I have a suspicion that she may be pregnant again. Is that possible with kittens only 4weeks old? She has quite the belly but is thin everywhere else. She is eating like a pig and drinking tons of water. Would she be showing already? I am going to take some pics and post them in a bit.


----------



## Heidi n Q (Nov 22, 2006)

I am not sure about cats, but I know horses will come into season within a week to ten days of foaling and can be bred on their "foal heat" so next years' foal is born at about the same time. Cats can come into season while nursing their kittens, but I don't know how soon it is to the birthing date. A cat's gestation period is about 63-67 days, so just over 2mo. I cannot imagine birthing at the time she would be weaning a litter, but I suppose it could happen.

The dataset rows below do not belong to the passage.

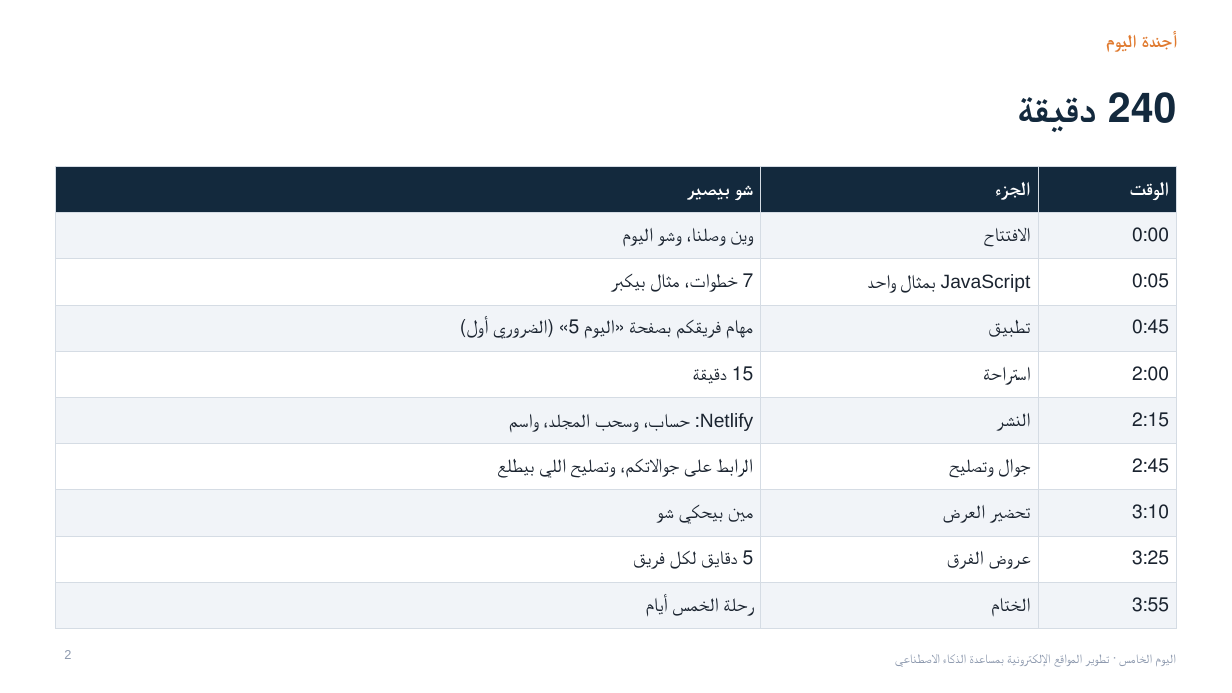
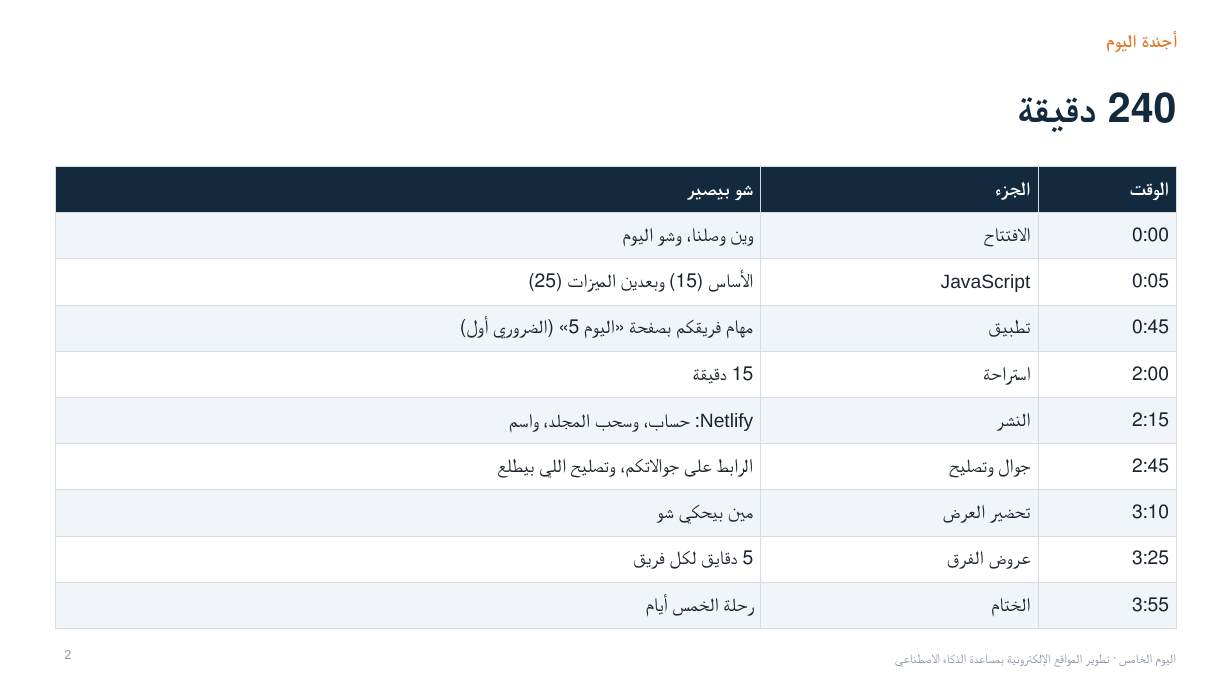
Before and after one commit to husam2304/web-ai-course, a slide deck: slide 2 of decks/out/اليوم-الخامس-النشر-والعرض.pptx. Drawn at 1232x693 pixels with LibreOffice and Linux fonts; fonts in the diff are those of the drawing. Boxes give left, top, right and bottom in pixels: in the first picture for what was removed or moved away, otherwise in the second. Text is boxed around its words. In the diff, an @@ line names an element or a change of style, - is before the commit and + after.

```diff
--- a/decks/out/اليوم-الخامس-النشر-والعرض.pptx
+++ b/decks/out/اليوم-الخامس-النشر-والعرض.pptx
@@ table at [55,166,1177,620] @@
-row 3, column 1: 7 خطوات، مثال بيكبر
+row 3, column 1: الأساس (15) وبعدين الميزات (25)
-row 3, column 2: JavaScript بمثال واحد
+row 3, column 2: JavaScript
```
Also in this commit, not shown: 9 other slides changed, 7 slides added, 1 slide removed, 47 other files.
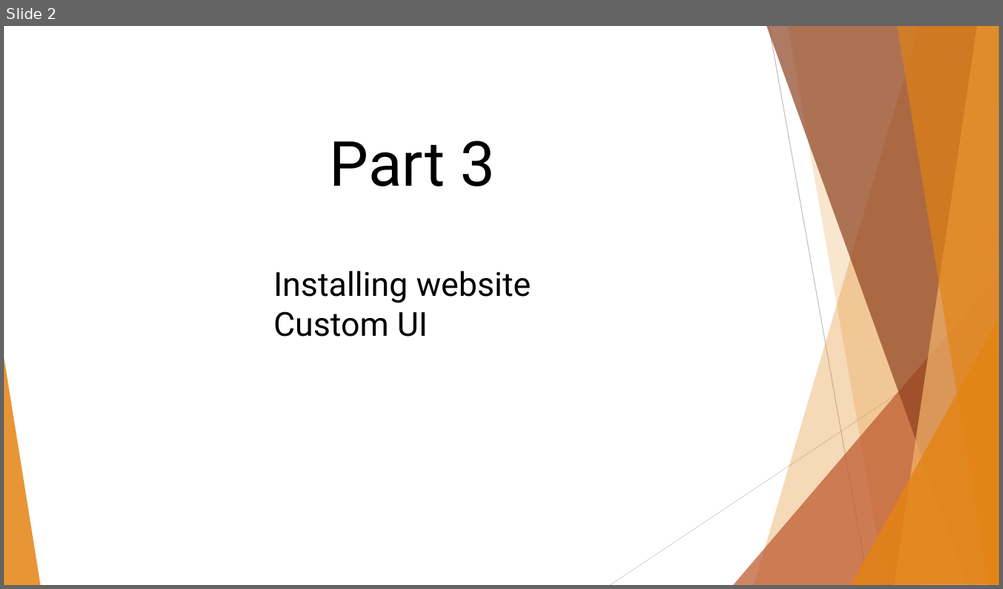
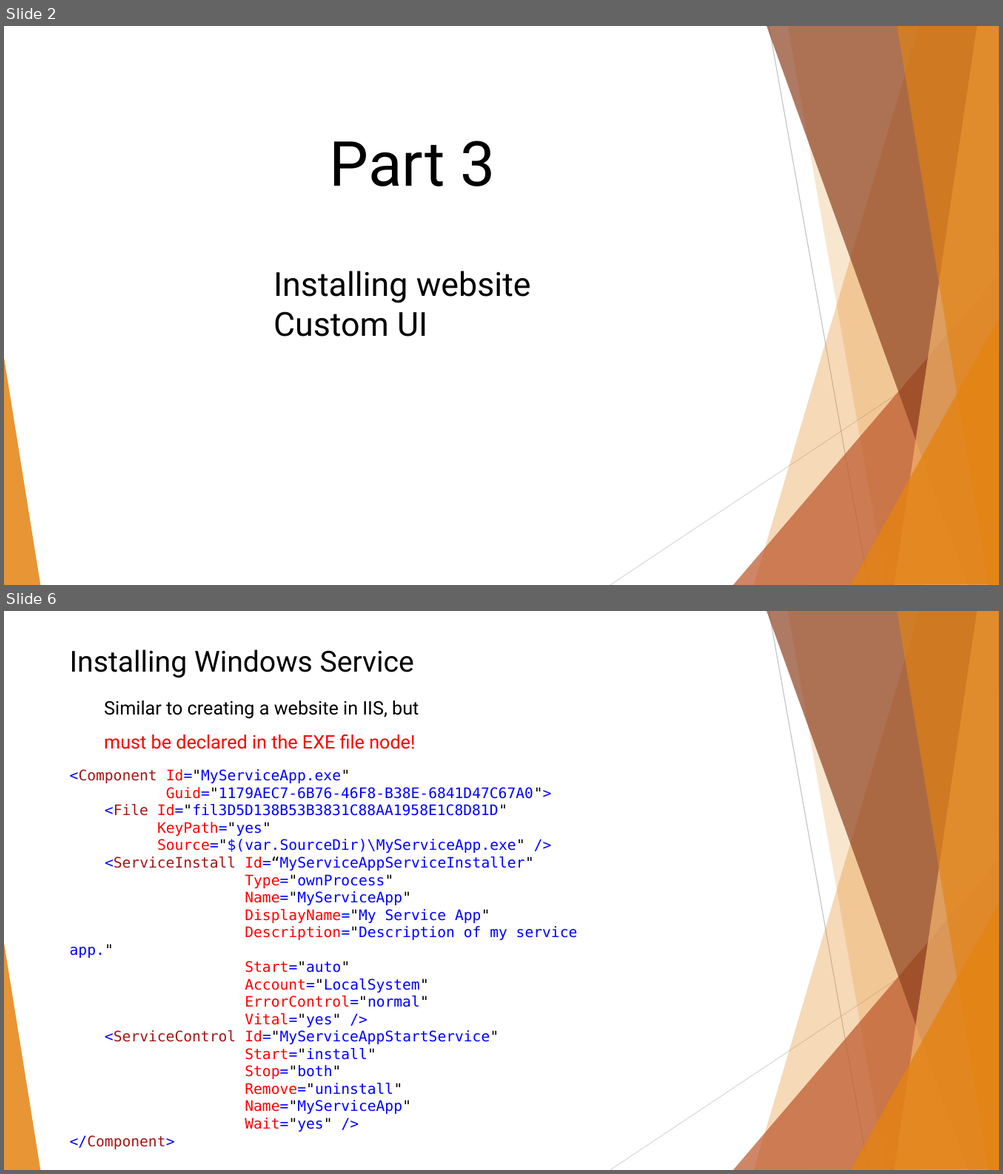
Before and after one commit to BinaryStudioAcademy/WixGettingStartedCourse, a slide deck: Part 3/WiX Part 3.pptx. Shown one above the other, each under a label of ours: slide 2 before the commit, slides 2 and 6 after it; the slides between them are not shown. The pictures are 1003x589 and 1003x1174 pixels, drawn with LibreOffice and Linux fonts; fonts in the diff are those of the drawing. Boxes give left, top, right and bottom in pixels: in the first picture for what was removed or moved away, otherwise in the second. Text is boxed around its words. In the diff, an @@ line names an element or a change of style, - is before the commit and + after.

Commit message:
Created an installer for website and described half content in the presentation.

```diff
--- a/Part 3/WiX Part 3.pptx
+++ b/Part 3/WiX Part 3.pptx
@@ slide 6 added at [4, 611, 999, 1170], background #FFFFFF; not listed: 10 template elements that a slide beside it also shows @@
@@ text added at [70, 649, 414, 678], 28 pt, text #000000 @@
+Installing Windows Service
@@ text added at [104, 701, 418, 749], 18 pt, text #000000 @@
+Similar to creating a website in IIS, but
+must be declared in the EXE file node!
@@ text added at [70, 769, 578, 1150], 14 pt, text #0000FF @@
+<Component Id="MyServiceApp.exe"
+Guid="1179AEC7-6B76-46F8-B38E-6841D47C67A0">
+<File Id="fil3D5D138B53B3831C88AA1958E1C8D81D"
+KeyPath="yes"
+Source="$(var.SourceDir)\MyServiceApp.exe" />
+<ServiceInstall Id=“MyServiceAppServiceInstaller"
+Type="ownProcess"
+Name="MyServiceApp"
+DisplayName="My Service App"
+Description="Description of my service app."
+Start="auto"
+Account="LocalSystem"
+ErrorControl="normal"
+Vital="yes" />
+<ServiceControl Id="MyServiceAppStartService"
+Start="install"
+Stop="both"
+Remove="uninstall"
+Name="MyServiceApp"
+Wait="yes" />
+</Component>
```
Also in this commit, not shown: 1 slide changed, 2 other slides added, 9 other files.
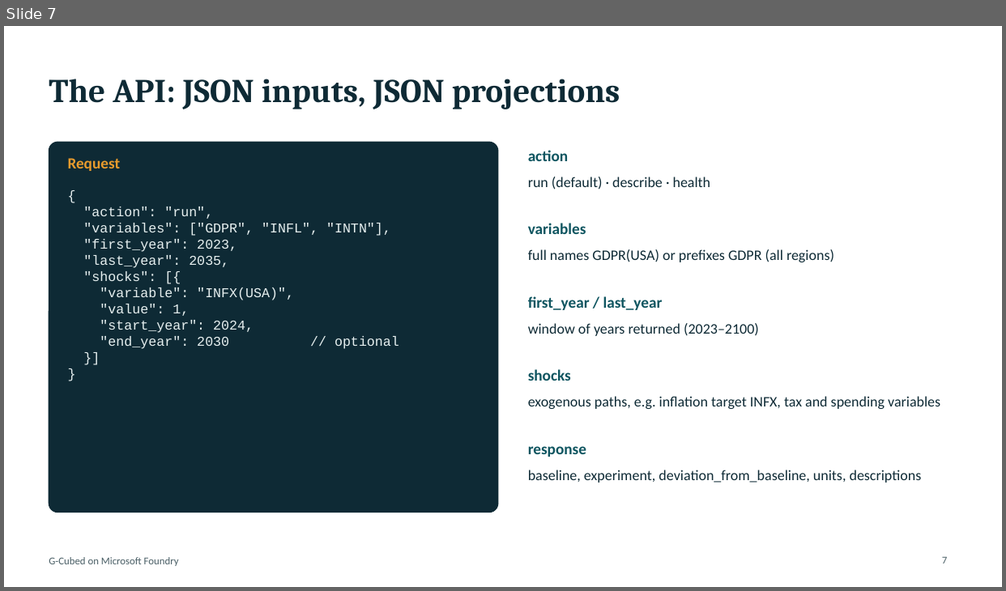
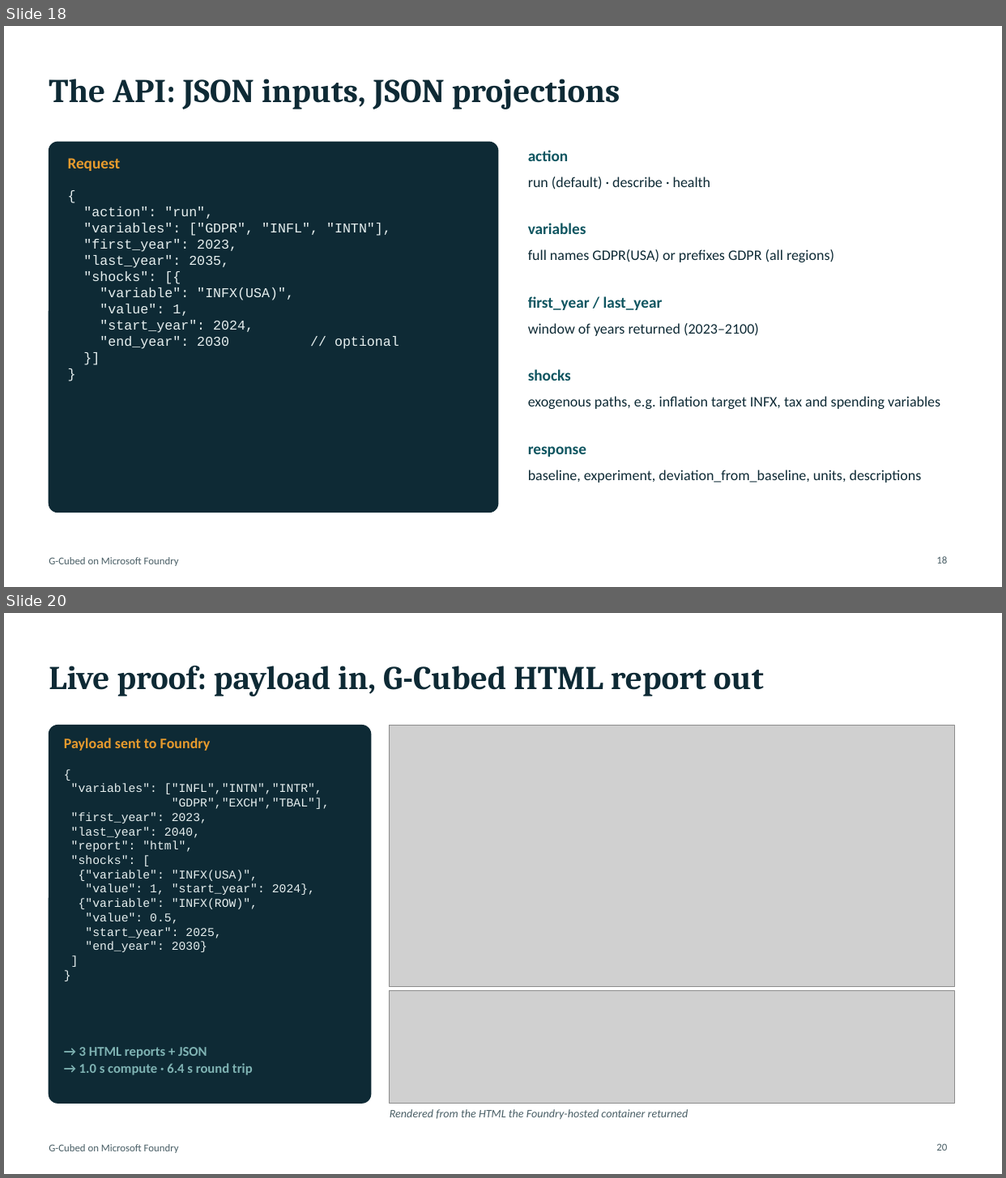
Before and after one commit to Bozmonster/foundry-pipeline, a slide deck: docs/gcubed-foundry-pipeline.pptx. Shown one above the other, each under a label of ours: slide 7 before the commit, slides 18 and 20 after it; the slides between them are not shown. The pictures are 1006x591 and 1006x1178 pixels, drawn with LibreOffice and Linux fonts; fonts in the diff are those of the drawing; grey boxes stand for pictures. Boxes give left, top, right and bottom in pixels: in the first picture for what was removed or moved away, otherwise in the second. Text is boxed around its words. In the diff, an @@ line names an element or a change of style, - is before the commit and + after.

Commit message:
Setup kit: interactive scripts + illustrated guides; HTML report API option

```diff
--- a/docs/gcubed-foundry-pipeline.pptx
+++ b/docs/gcubed-foundry-pipeline.pptx
@@ slide 20 added at (4,613,1002,1174), background #FFFFFF; not listed: 1 template element that a slide beside it also shows @@
@@ title added at (49,666,764,696), 32 pt, text #0E2A35, bold @@
+Live proof: payload in, G-Cubed HTML report out
@@ rounded rectangle added at (49,726,371,1103), fill #0E2A35, outline #0E2A35 1 pt @@
@@ picture added at (390,726,955,987) @@
@@ text added at (64,738,211,751), 14 pt, text #E89B2D, bold @@
+Payload sent to Foundry
@@ text added at (71,784,330,952), 11.5 pt, text #E6EFEF @@
+{
+"variables": ["INFL","INTN","INTR",
+"GDPR","EXCH","TBAL"],
+"first_year": 2023,
+"last_year": 2040,
+"report": "html",
+"shocks": [
+{"variable": "INFX(USA)",
+"value": 1, "start_year": 2024},
+{"variable": "INFX(ROW)",
+"value": 0.5,
+"start_year": 2025,
+"end_year": 2030}
+]
+}
@@ picture added at (390,991,955,1103) @@
@@ text added at (79,1047,253,1076), 13 pt, text #7FB3B3, bold @@
+→ 3 HTML reports + JSON
+→ 1.0 s compute · 6.4 s round trip
@@ text added at (390,1110,688,1120), 11 pt, text #4A5F66, italic @@
+Rendered from the HTML the Foundry-hosted container returned
@@ page number added at (936,1144,947,1151), 10 pt, text #4A5F66 @@
+20
@@ what was slide 7 is now slide 18 @@
@@ page number at (936,557,947,564): text changed @@
-7
+18
```
Also in this commit, not shown: 5 slides changed, 14 other slides added, 31 other files.

My former feral Pretty had a litter of five and when I trapped them at about 9-10wks old, she was hugely pregnant (winter 2004). I trapped her the next day and I am sad to say I had her spayed. I had to sacrifice the litter she was carrying, otherwise I would have been stuck in a rut of taming her latest litter while she was birthing and raising the next litter. There would have been no 'break from kittens' where I could have stepped in to stop the cycle as I only have one area available for fostering/taming. Her litter of kittens tamed nicely and were all adopted through PetsMart, with two pairs being adopted together.

Pretty is now an indodor/outdoor cat, about 30/70 most of the year, and then 70/30 in the winter. I worked very hard to tame her. It took 14mo after I had her trapped/spayed before she would let me touch her. It took a lot of baby steps, but tonight she let me kiss her on her nose without getting frightened at the close contact.

Anyhow, good luck with your little tabby cat.
heidi


----------



## HersheysKiss (Apr 12, 2007)

Here are the pics...
























and the best view









Thanks for the info Heidi! I hope she isn't pg. I am definately going to call the HS and just get a little more info.


----------



## HersheysKiss (Apr 12, 2007)

And here she is with her baby boys....


----------



## Heidi n Q (Nov 22, 2006)

Mamma-kitty looks so sweet, and the babies are adorable. ...but that mountainous belly... 8O Boy, I don't know...I think you may have called this one. Can the HS do a preg check/test to find out for sure?


----------



## HersheysKiss (Apr 12, 2007)

Well I called the HS and the babies were about a week old when she came in and it is possible she is PG. I am going to take her in the middle of next week for the babies to get a check up and they said to bring her in too. She did come in as a stray. 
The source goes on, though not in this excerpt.